About this task: Every record below must be written out exactly. Leave out the pictures.

==*==

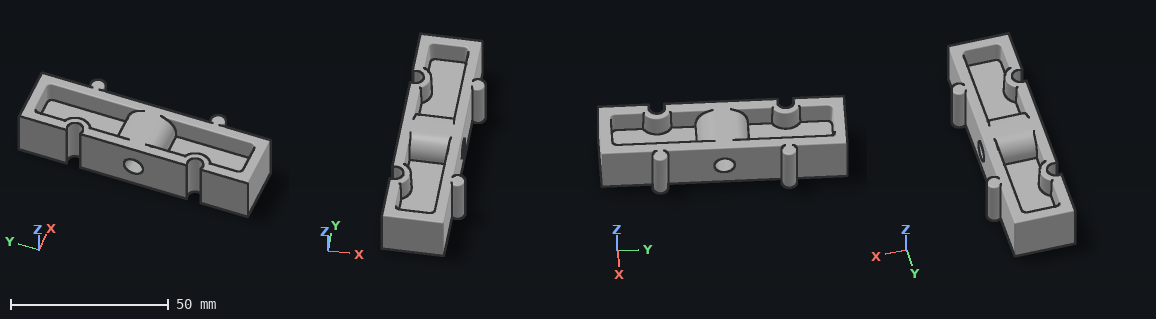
import cadquery as cq

width = 20.0
length = 78.0
height = 16.1
edge_radius = 0.5

joint_offset = 20.4
joint_center_inset = 1.4
groove_radius = 2.6
groove_mouth_half_width = 2.35
pin_radius = 2.5
pin_center_x = width + joint_center_inset

rim_wall = 3.3
recess_depth = 7.0
recess_draft = 2.5
recess_corner_diameter = 3.2
groove_rim_radius = 4.45
groove_wall_radius = groove_rim_radius + edge_radius

rib_half_thickness = 8.3
rib_shoulder_radius = 6.0

cross_hole_diameter = 6.5


def cylinder(x, y, radius):
    return cq.Workplane("XY").center(x, y).circle(radius).extrude(height)


def make_block():
    """Block with its pins; the edges of both are rounded except around the X = 0 face."""
    block = cq.Workplane("XY").box(width, length, height, centered=(False, True, False))
    for y in (-joint_offset, joint_offset):
        block = block.union(cylinder(pin_center_x, y, pin_radius))
    pin_side_edges = block.edges("<Z or >Z").edges("not <X")
    corner_edges = block.edges("|Z and (>Y or <Y)").edges(">X")
    return pin_side_edges.add(corner_edges).fillet(edge_radius)


def drafted(section, top_is_wider):
    """Extrude a section from the top face down to the recess floor with the recess draft."""
    taper = recess_draft if top_is_wider else -recess_draft
    return section.extrude(-recess_depth, taper=taper)


def make_recess():
    """Drafted rectangular recess, leaving a drafted round wall around each groove."""
    inset = rim_wall + edge_radius
    top_plane = cq.Workplane("XY", origin=(0, 0, height))
    opening = top_plane.center(width / 2, 0).rect(width - 2 * inset, length - 2 * inset)
    recess = drafted(opening, top_is_wider=True)
    recess = recess.edges("not #Z").fillet(recess_corner_diameter / 2)
    for y in (-joint_offset, joint_offset):
        groove_wall = top_plane.center(joint_center_inset, y).circle(groove_wall_radius)
        recess = recess.cut(drafted(groove_wall, top_is_wider=False))
    return recess


def make_rib():
    """Rib across the recess, as long as the rounded rim is wide."""
    rib_length = width - 2 * rim_wall
    rib = (
        cq.Workplane("XY", origin=(width / 2, 0, height - recess_depth))
        .box(rib_length, 2 * rib_half_thickness, recess_depth, centered=(True, True, False))
    )
    return rib.edges("|X and >Z").fillet(rib_shoulder_radius)


def make_groove(y):
    mouth = (
        cq.Workplane("XY")
        .center(joint_center_inset / 2, y)
        .rect(joint_center_inset, 2 * groove_mouth_half_width)
        .extrude(height)
    )
    bore = cylinder(joint_center_inset, y, groove_radius)
    return bore.union(mouth)


body = make_block().cut(make_recess())
rim_tolerance = 0.01
recess_rim = cq.selectors.BoxSelector(
    (rim_wall, -length / 2 + rim_wall, height - rim_tolerance),
    (width - rim_wall, length / 2 - rim_wall, height + rim_tolerance),
)
body = body.faces(">Z").edges(recess_rim).fillet(edge_radius)
body = body.union(make_rib())

for joint_y in (-joint_offset, joint_offset):
    body = body.cut(make_groove(joint_y))

cross_hole = (
    cq.Workplane("YZ")
    .center(0, height / 2)
    .circle(cross_hole_diameter / 2)
    .extrude(width)
)
result = body.cut(cross_hole)

==*==

Final answer:
import cadquery as cq

width = 20.0
length = 78.0
height = 16.1
edge_radius = 0.5

joint_offset = 20.4
joint_center_inset = 1.4
groove_radius = 2.6
groove_mouth_half_width = 2.35
pin_radius = 2.5
pin_center_x = width + joint_center_inset

rim_wall = 3.3
recess_depth = 7.0
recess_draft = 2.5
recess_corner_diameter = 3.2
groove_rim_radius = 4.45
groove_wall_radius = groove_rim_radius + edge_radius

rib_half_thickness = 8.3
rib_shoulder_radius = 6.0

cross_hole_diameter = 6.5


def cylinder(x, y, radius):
    return cq.Workplane("XY").center(x, y).circle(radius).extrude(height)


def make_block():
    """Block with its pins; the edges of both are rounded except around the X = 0 face."""
    block = cq.Workplane("XY").box(width, length, height, centered=(False, True, False))
    for y in (-joint_offset, joint_offset):
        block = block.union(cylinder(pin_center_x, y, pin_radius))
    pin_side_edges = block.edges("<Z or >Z").edges("not <X")
    corner_edges = block.edges("|Z and (>Y or <Y)").edges(">X")
    return pin_side_edges.add(corner_edges).fillet(edge_radius)


def drafted(section, top_is_wider):
    """Extrude a section from the top face down to the recess floor with the recess draft."""
    taper = recess_draft if top_is_wider else -recess_draft
    return section.extrude(-recess_depth, taper=taper)


def make_recess():
    """Drafted rectangular recess, leaving a drafted round wall around each groove."""
    inset = rim_wall + edge_radius
    top_plane = cq.Workplane("XY", origin=(0, 0, height))
    opening = top_plane.center(width / 2, 0).rect(width - 2 * inset, length - 2 * inset)
    recess = drafted(opening, top_is_wider=True)
    recess = recess.edges("not #Z").fillet(recess_corner_diameter / 2)
    for y in (-joint_offset, joint_offset):
        groove_wall = top_plane.center(joint_center_inset, y).circle(groove_wall_radius)
        recess = recess.cut(drafted(groove_wall, top_is_wider=False))
    return recess


def make_rib():
    """Rib across the recess, as long as the rounded rim is wide."""
    rib_length = width - 2 * rim_wall
    rib = (
        cq.Workplane("XY", origin=(width / 2, 0, height - recess_depth))
        .box(rib_length, 2 * rib_half_thickness, recess_depth, centered=(True, True, False))
    )
    return rib.edges("|X and >Z").fillet(rib_shoulder_radius)


def make_groove(y):
    mouth = (
        cq.Workplane("XY")
        .center(joint_center_inset / 2, y)
        .rect(joint_center_inset, 2 * groove_mouth_half_width)
        .extrude(height)
    )
    bore = cylinder(joint_center_inset, y, groove_radius)
    return bore.union(mouth)


body = make_block().cut(make_recess())
rim_tolerance = 0.01
recess_rim = cq.selectors.BoxSelector(
    (rim_wall, -length / 2 + rim_wall, height - rim_tolerance),
    (width - rim_wall, length / 2 - rim_wall, height + rim_tolerance),
)
body = body.faces(">Z").edges(recess_rim).fillet(edge_radius)
body = body.union(make_rib())

for joint_y in (-joint_offset, joint_offset):
    body = body.cut(make_groove(joint_y))

cross_hole = (
    cq.Workplane("YZ")
    .center(0, height / 2)
    .circle(cross_hole_diameter / 2)
    .extrude(width)
)
result = body.cut(cross_hole)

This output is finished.